What is required »
From the first line of the listing below to the line with "body_bottom = 5.3", print each line exactly, and nothing more. Leave out the pictures.
######
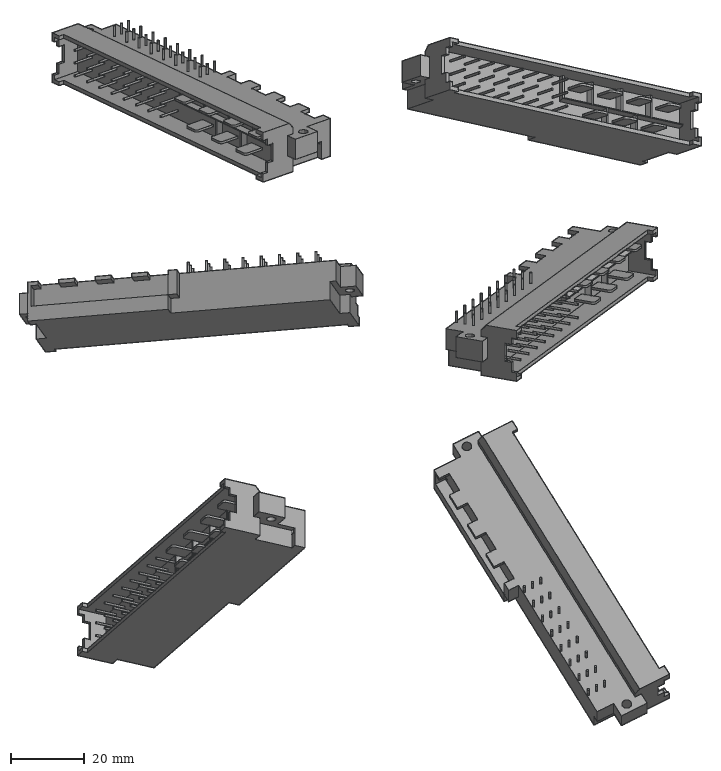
import cadquery as cq
length = 93.85
depth = 25.0
height = 14.7

shroud_inset = 3.2
shroud_depth = 10.7
shroud_chamfer_y = 1.4
shroud_chamfer_z = 1.6
side_wall = 1.1
end_wall = 0.9
cavity_depth = 8.3

tab_length = 1.6
tab_width = 2.9
tab_height = 2.4
window_depth = 3.6
window_bottom = 5.3
window_top = 10.4

body_inset = 4.3
body_rear = 21.9
body_top = 11.3
body_bottom = 5.3
foot_inset = 6.0

flange_front = 8.7
flange_rear = 16.7
screw_hole_diameter = 2.5
screw_hole_inset = 2.4
screw_hole_y = 13.7

pin_diameter = 0.6
pin_columns = 8
first_pin_x = 10.0
pin_row_span = 35.6
pin_pitch = pin_row_span / (pin_columns - 1)
pin_tip_y = 2.2
pin_heights = [3.6, 7.4, 11.2]
tail_rows = [16.3, 18.9, 21.4]
tail_top = 14.4
root_length = 0.9
contact_root_y = cavity_depth + root_length

blade_pitch = 2 * pin_pitch
blade_width = 4.4
blade_thickness = 0.7
blade_corner_radius = 1.8 / 2
upper_blades = 4
lower_blades = 3
first_upper_blade_x = 53.1
first_lower_blade_x = first_upper_blade_x + pin_pitch
upper_blade_z = 10.7
lower_blade_z = 4.1

rib_height = 1.5
rib_crest = 0.6
shelf_crest = 0.3
rib_draft = 0.6
first_rib_x = 48.1
first_lower_rib_x = first_rib_x + 3 * pin_pitch
shelf_z = 7.3

block_left = 48.0
roof_thickness = 1.1
lower_block_height = 4.2
notch_width = 5.7
notch_offset = 2.4


def box(x_range, y_range, z_range):
    """Box between the given pairs of limits."""
    (x0, x1), (y0, y1), (z0, z1) = x_range, y_range, z_range
    return cq.Workplane("XY").box(x1 - x0, y1 - y0, z1 - z0, centered=False).translate((x0, y0, z0))


def centred_range(inset):
    """X limits that keep the same distance from both ends."""
    return (inset, length - inset)


def make_housing():
    shroud = (
        cq.Workplane("YZ")
        .polyline([
            (0, 0),
            (shroud_depth, 0),
            (shroud_depth, height - shroud_chamfer_z),
            (shroud_depth - shroud_chamfer_y, height),
            (0, height),
        ])
        .close()
        .extrude(length - 2 * shroud_inset)
        .translate((shroud_inset, 0, 0))
    )
    behind_cavity = (cavity_depth, body_rear)
    body = box(centred_range(body_inset), behind_cavity, (body_bottom, body_top))
    foot = box(centred_range(foot_inset), behind_cavity, (0, body_bottom))
    flange = box((0, length), (flange_front, flange_rear), (body_bottom, body_top))
    screw_holes = (
        cq.Workplane("XY")
        .pushPoints([(x, screw_hole_y) for x in centred_range(screw_hole_inset)])
        .circle(screw_hole_diameter / 2)
        .extrude(height)
    )
    return shroud.union(body).union(foot).union(flange).cut(screw_holes)


def make_mating_openings():
    cavity = box(
        centred_range(shroud_inset + end_wall), (0, cavity_depth), (side_wall, height - side_wall)
    )
    between_tabs = box(centred_range(shroud_inset + tab_width), (0, tab_length), (0, height))
    end_recess = box((0, length), (0, tab_length), (tab_height, height - tab_height))
    end_window = box((0, length), (0, window_depth), (window_bottom, window_top))
    return cavity.union(between_tabs).union(end_recess).union(end_window)


def make_rear_block():
    right = length - body_inset
    behind_body = (body_rear, depth)
    first_notch_x = block_left + notch_offset
    block = box((block_left, right), behind_body, (0, body_top))
    block = block.cut(box((block_left, first_notch_x), behind_body, (0, lower_block_height)))
    block = block.cut(
        box((first_notch_x, right - end_wall), behind_body, (lower_block_height, body_top - roof_thickness))
    )
    for i in range(upper_blades):
        notch_x = first_notch_x + i * blade_pitch
        block = block.cut(
            box((notch_x, notch_x + notch_width), behind_body, (lower_block_height, body_top))
        )
    return block


def make_signal_pins():
    columns = [first_pin_x + i * pin_pitch for i in range(pin_columns)]
    radius = pin_diameter / 2
    contacts = (
        cq.Workplane("XZ", origin=(0, pin_tip_y, 0))
        .pushPoints([(x, z) for x in columns for z in pin_heights])
        .circle(radius)
        .extrude(pin_tip_y - contact_root_y)
    )
    tails = (
        cq.Workplane("XY", origin=(0, 0, body_top - root_length))
        .pushPoints([(x, y) for x in columns for y in tail_rows])
        .circle(radius)
        .extrude(tail_top - body_top + root_length)
    )
    return contacts, tails


def make_blades(first_x, count, z):
    blade_length = contact_root_y - pin_tip_y
    centres = [(first_x + i * blade_pitch, pin_tip_y + blade_length / 2) for i in range(count)]
    return (
        cq.Workplane("XY", origin=(0, 0, z - blade_thickness / 2))
        .pushPoints(centres)
        .rect(blade_width, blade_length)
        .extrude(blade_thickness)
        .faces("<Y")
        .edges("|Z")
        .fillet(blade_corner_radius)
    )


def drafted_rib(left_draft, right_draft):
    """XY outline of an upright rib, centred on its crest, with its base on the cavity floor."""
    half_crest = rib_crest / 2
    crest_y = cavity_depth - rib_height
    return (
        cq.Workplane("XY")
        .polyline([
            (-half_crest - left_draft, cavity_depth),
            (-half_crest, crest_y),
            (half_crest, crest_y),
            (half_crest + right_draft, cavity_depth),
        ])
        .close()
    )


def make_ribs():
    cavity_right = length - shroud_inset - end_wall
    shelf_left = first_rib_x - rib_crest / 2
    upper_height = height - side_wall - shelf_z
    lower_height = shelf_z - side_wall
    half_crest = shelf_crest / 2
    crest_y = cavity_depth - rib_height
    ribs = (
        cq.Workplane("YZ")
        .polyline([
            (cavity_depth, shelf_z - half_crest - rib_draft),
            (crest_y, shelf_z - half_crest),
            (crest_y, shelf_z + half_crest),
            (cavity_depth, shelf_z + half_crest + rib_draft),
        ])
        .close()
        .extrude(cavity_right - shelf_left)
        .translate((shelf_left, 0, 0))
    )
    for i in range(upper_blades):
        left_draft = rib_draft if i > 0 else 0
        rib = drafted_rib(left_draft, rib_draft).extrude(upper_height)
        ribs = ribs.union(rib.translate((first_rib_x + i * blade_pitch, 0, shelf_z)))
    for i in range(lower_blades - 1):
        rib = drafted_rib(rib_draft, rib_draft).extrude(lower_height)
        ribs = ribs.union(rib.translate((first_lower_rib_x + i * blade_pitch, 0, side_wall)))
    return ribs


contacts, tails = make_signal_pins()

result = (
    make_housing()
    .cut(make_mating_openings())
    .union(make_rear_block())
    .union(make_ribs())
    .union(contacts)
    .union(tails)
    .union(make_blades(first_upper_blade_x, upper_blades, upper_blade_z))
    .union(make_blades(first_lower_blade_x, lower_blades, lower_blade_z))
)
######
Output for this task »
import cadquery as cq
length = 93.85
depth = 25.0
height = 14.7

shroud_inset = 3.2
shroud_depth = 10.7
shroud_chamfer_y = 1.4
shroud_chamfer_z = 1.6
side_wall = 1.1
end_wall = 0.9
cavity_depth = 8.3

tab_length = 1.6
tab_width = 2.9
tab_height = 2.4
window_depth = 3.6
window_bottom = 5.3
window_top = 10.4

body_inset = 4.3
body_rear = 21.9
body_top = 11.3
body_bottom = 5.3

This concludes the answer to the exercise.